This is important for measuring amplifier transfer function.
For about $1000 i expect reliable specifications (they must not be great).
AP specifies 0.35% absolute accuracy at 1kHz and 0.1% flatness from 5Hz - 20 kHz (0.05% typical).
Prismsound DScope II specifies 0.7% absolute accuracy at 1kHz and
1.1 % flatness from DC - 20kHz.
Case 2 is balanced: THD+N = 102 dB
Case 3 is unbalanced: THD+N = 104 dB
Both are at 1kHz and -3.4 dBFS.
Maybe this explains the difference in H2 and H3?
This is specified in the (preliminary) specification provided in the first post of the GB section.
The measurement accuracy is specified as < +/- 0.05dB (+/- 0.57%).
The analyzer flatness is specified as +/- 0.01dB (+/- 0.11%) from 20 Hz to 20 kHz.
Of course this assumes that the analysis SW doesn't introduce errors.
@VivaVee
Calibration is fairly simple and requires only a good voltmeter and a screwdriver. It might make sense to offer both options, calibration by RTX or user calibration (following a calibration procedure).

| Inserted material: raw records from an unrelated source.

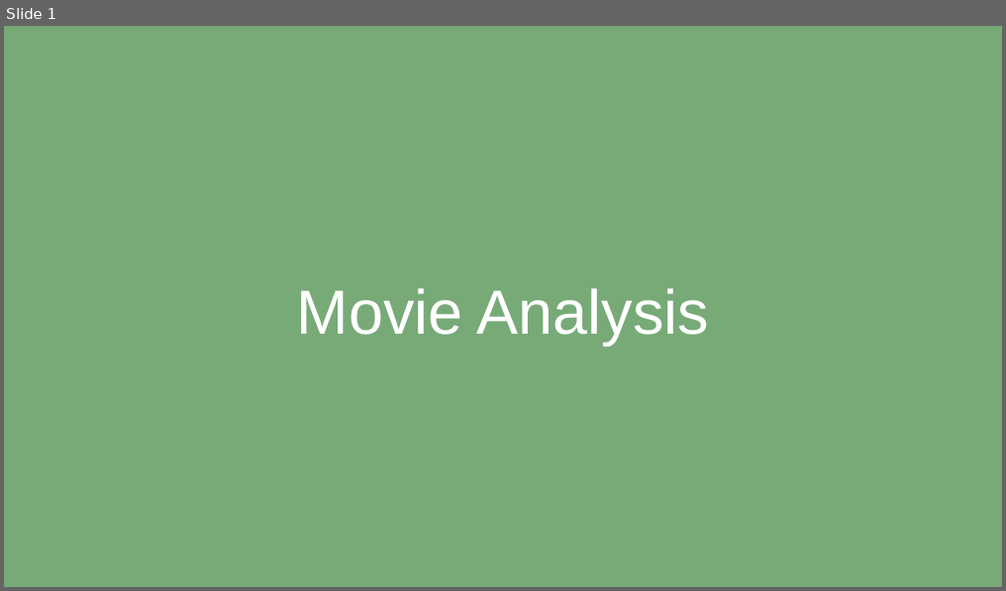
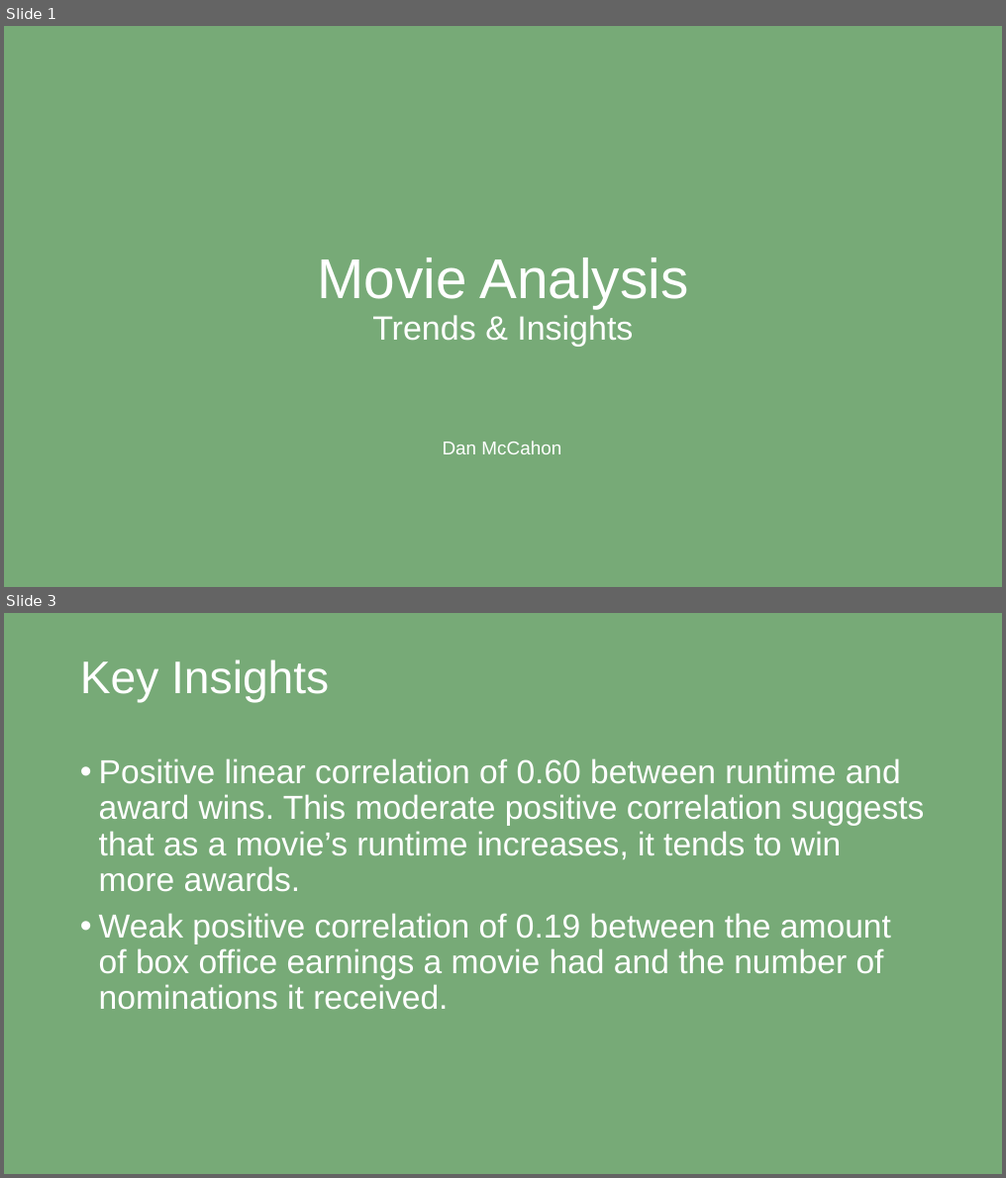
Before and after one commit to dtoshm/data_project_eight, a slide deck: movie_presentation.pptx. Shown one above the other, each under a label of ours: slide 1 before the commit, slides 1 and 3 after it; the slides between them are not shown. The pictures are 1006x591 and 1006x1178 pixels, drawn with LibreOffice and Linux fonts; fonts in the diff are those of the drawing. Boxes give left, top, right and bottom in pixels: in the first picture for what was removed or moved away, otherwise in the second. Text is boxed around its words. In the diff, an @@ line names an element or a change of style, - is before the commit and + after.

```diff
--- a/movie_presentation.pptx
+++ b/movie_presentation.pptx
@@ slide 3 added at box(4, 613, 1002, 1174), background #77AA77 @@
@@ title added at box(80, 660, 329, 703), 44 pt, text #FFFFFF @@
+Key Insights
@@ text added at box(99, 759, 924, 1010), 32 pt, text #FFFFFF @@
+• Positive linear correlation of 0.60 between runtime and award wins. This moderate positive correlation suggests that as a movie’s runtime increases, it tends to win more awards.
+• Weak positive correlation of 0.19 between the amount of box office earnings a movie had and the number of nominations it received.
@@ slide 1 changed as well @@
@@ title at box(317, 258, 688, 347): text changed; size 60 to 32.4 pt @@
-Movie Analysis
+Movie Analysis
+Trends & Insights
@@ text added at box(443, 441, 561, 455), 18 pt, text #FFFFFF @@
+Dan McCahon
```
Also in this commit, not shown: 1 other slide changed, 2 other slides added, 3 slides removed, 1 other file.

Regarding recommendation about how often it should be calibrated, this is still open.
Considering the chain of calibration equipment that also need periodic calibration. I never could figure out whether there is an ultimate source that does not need calibration by nature, or whether just the statistics of this chain of calibration reduces the error to a certain level.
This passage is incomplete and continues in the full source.